[Work item]: Among the lines of the records, please find those that contain the word "background" and copy them.

** Opening Data for this exercise block **

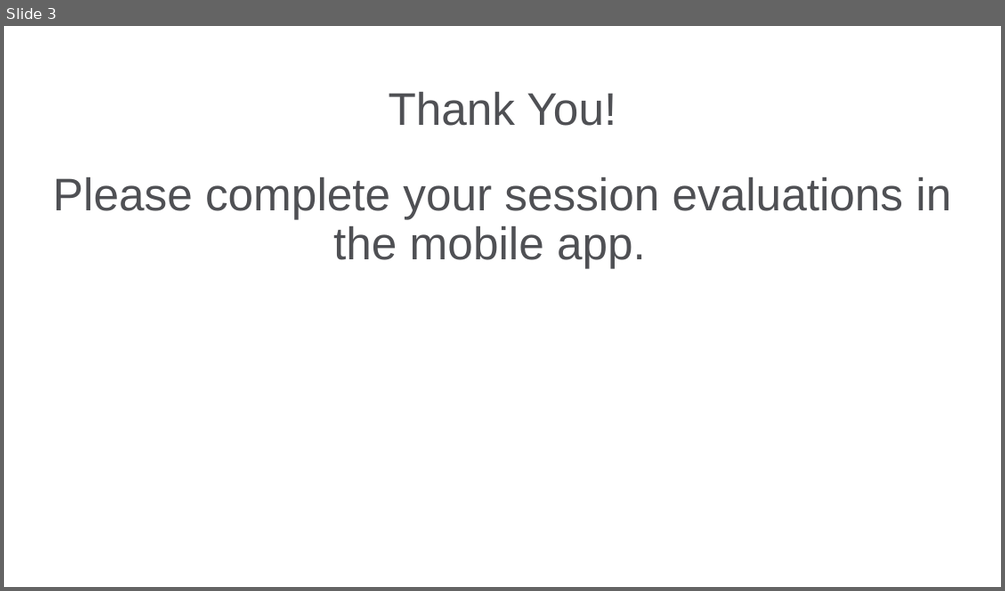
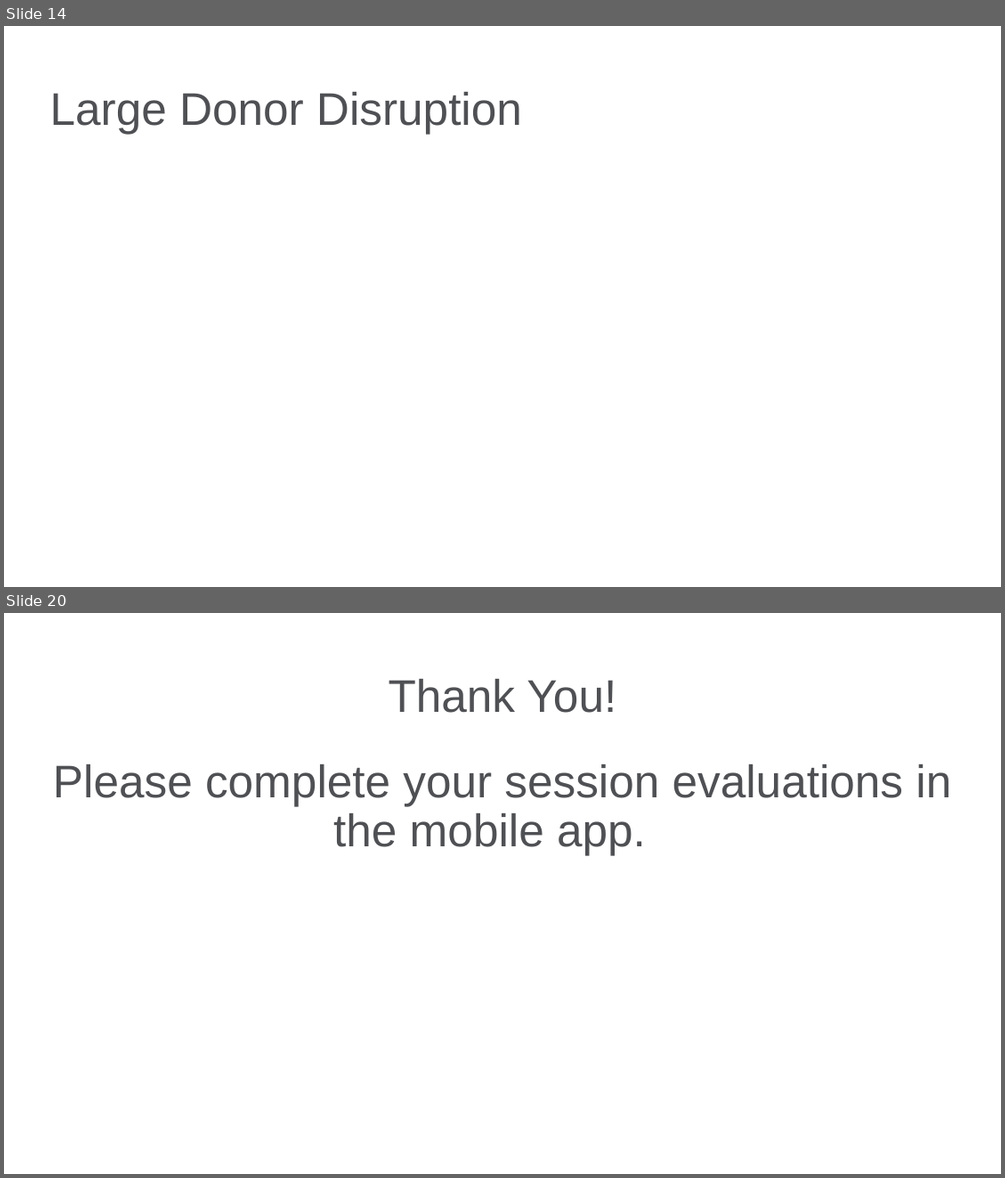
Before and after one commit to bgstieber/APRA-PD-DAS-2019, a slide deck: Generating Insights from Clustering Large Donors - BStieber APRA DAS19.pptx. Shown one above the other, each under a label of ours: slide 3 before the commit, slides 14 and 20 after it; the slides between them are not shown. The pictures are 1005x591 and 1005x1178 pixels, drawn with LibreOffice and Linux fonts; fonts in the diff are those of the drawing; background and template pictures are left out. Boxes give left, top, right and bottom in pixels: in the first picture for what was removed or moved away, otherwise in the second. Text is boxed around its words. In the diff, an @@ line names an element or a change of style, - is before the commit and + after.

```diff
--- a/Generating Insights from Clustering Large Donors - BStieber APRA DAS19.pptx
+++ b/Generating Insights from Clustering Large Donors - BStieber APRA DAS19.pptx
@@ slide 14 added at bbox=[4, 26, 1001, 587], background picture (left out) @@
@@ title added at bbox=[50, 92, 522, 134], 33 pt, text #4F5054 @@
+Large Donor Disruption
@@ what was slide 3 is now slide 20 @@
```
Also in this commit, not shown: 2 slides changed, 16 other slides added, 1 other file.

** Closing Data for this exercise block **

[Response area]:
Before and after one commit to bgstieber/APRA-PD-DAS-2019, a slide deck: Generating Insights from Clustering Large Donors - BStieber APRA DAS19.pptx. Shown one above the other, each under a label of ours: slide 3 before the commit, slides 14 and 20 after it; the slides between them are not shown. The pictures are 1005x591 and 1005x1178 pixels, drawn with LibreOffice and Linux fonts; fonts in the diff are those of the drawing; background and template pictures are left out. Boxes give left, top, right and bottom in pixels: in the first picture for what was removed or moved away, otherwise in the second. Text is boxed around its words. In the diff, an @@ line names an element or a change of style, - is before the commit and + after.
@@ slide 14 added at bbox=[4, 26, 1001, 587], background picture (left out) @@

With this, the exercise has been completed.